A Pizzetti Prelude

Tanglewood Festival Chorus at Seiji Ozawa Hall, James Burton conducting, July 20, 2018. Photo courtesy Jon Saxton

I’m still a little weak-legged this morning after last night’s TFC performance. It’s not common for me to feel so completely drained, but our Prelude concert last night, with works by Pizzetti, Palestrina, Rossini, Lotti, and Verdi, took everything I had.

I was unfamiliar with Ildebrando Pizzetti and his works before this concert. From my exposure to him through his Requiem, he embraced older sacred music traditions, filtering them through twentieth century ideas of tone and form. The Requiem has echoes, consciously or un-, of earlier Renaissance works, including what I still insist is a nod to Tallis in the setting of “Jerusalem” in the first movement.

Our director, James Burton, pulled those connections to the fore by programming the Requiem alongside works by Palestrina (“Sicut Cervus”) and Lotti (the “Crucifixus a 8”). But Pizzetti owed a debt to his immediate forebears, too, with the operatic sensibilities of Rossini and Verdi both present in his writing. From those artistic forebears we added the Rossini “O salutaris hostia” and Verdi’s great “Pater Noster.”

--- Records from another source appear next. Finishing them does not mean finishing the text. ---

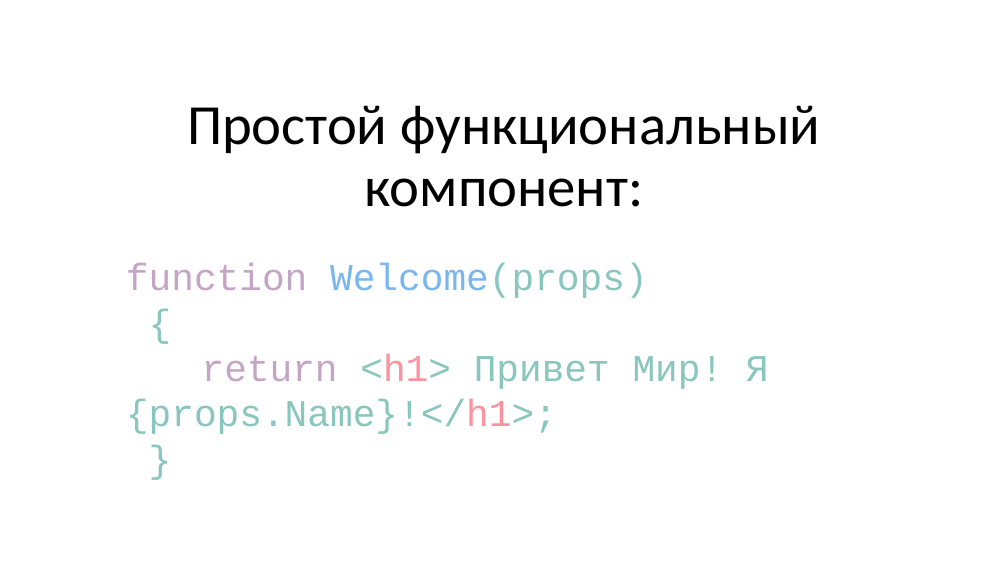
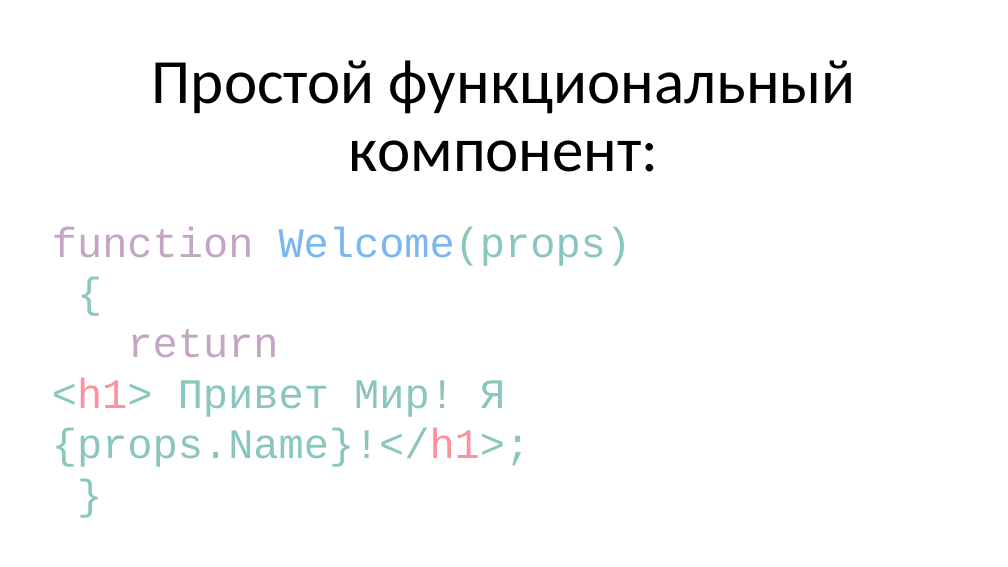
Before and after one commit to spiderpoul/react-redux-hooks, a slide deck: slide 3 of React.pptx. Drawn at 1008x567 pixels with LibreOffice and Linux fonts; fonts in the diff are those of the drawing. Boxes give left, top, right and bottom in pixels: in the first picture for what was removed or moved away, otherwise in the second. Text is boxed around its words. In the diff, an @@ line names an element or a change of style, - is before the commit and + after.

```diff
--- a/React.pptx
+++ b/React.pptx
@@ title "Простой функциональный компонент:" moved from (x1=187, y1=105, x2=820, y2=207) to (x1=152, y1=60, x2=856, y2=172) @@
@@ title "Простой функциональный компонент:" at (x1=152, y1=60, x2=856, y2=172): size 54 to 60 pt @@
@@ subtitle at (x1=52, y1=226, x2=632, y2=266): size 36 to 40 pt in "function Welcome(props)", "{", "}" @@
@@ subtitle "function Welcome(props)" moved from (x1=126, y1=263, x2=769, y2=434) to (x1=52, y1=226, x2=632, y2=467) @@
@@ subtitle at (x1=52, y1=329, x2=530, y2=467): text changed; size 36 to 40 pt @@
-return <h1> Привет Мир! Я {props.Name}!</h1>;
+return
+<h1> Привет Мир! Я {props.Name}!</h1>;
```
Also in this commit, not shown: 7 other slides changed, 3 slides added, 2 slides removed, 3 other files.

If you put all those works together, you have about an hour of a cappella music by Italian composers in Latin and Italian. To intensify the drama, James interleaved the other works between movements of the Pizzetti—the final order was:

  • Requiem aeternam (Pizzetti)
  • Sicut cervus
  • Dies irae (Pizzetti)
  • O salutaris hostia
  • Crucifixus a 8
  • Sanctus
  • Agnus dei
  • Pater noster
  • Libera me

We transitioned between movements attaca (without a break), and performed without a piano, taking the pitch from James and his tuning fork. And I think it was some combination of these things—the intense drama of the music, the quick transitions without a break, the unrelenting mental focus—that left me literally shaky. That or hypoxia. There are some seriously long lines in all the works.

But I have a new composer on my list of “must listens” now, and a new appreciation for others that I’ve sung for years. It was a great night.

Here’s a taste of the Pizzetti, from our Thursday rehearsals, that gives you a hint of the remarkable G Major beauty that raises its head above the clouds.

Quiet time

The blog is quiet this week thanks to another Tanglewood outing, my second and last for the summer. This week I’m here exercising my straight tone, singing with Herbert Blomstedt on the Haydn Missa in angustiis (aka “Lord Nelson Mass”) and singing a chorus-only Prelude program featuring the Pizzetti Requiem and a set of related Italian choral music.

My colleague Jeff has written about the Pizzetti, so I’ll just add that Pizzetti’s allusions in the piece are maddening. So far I’ve found the connection to Tallis’s Lamentations of Jeremiah in Pizzetti’s setting of the word “Jerusalem” (first movement), and I’ll post others as I find them.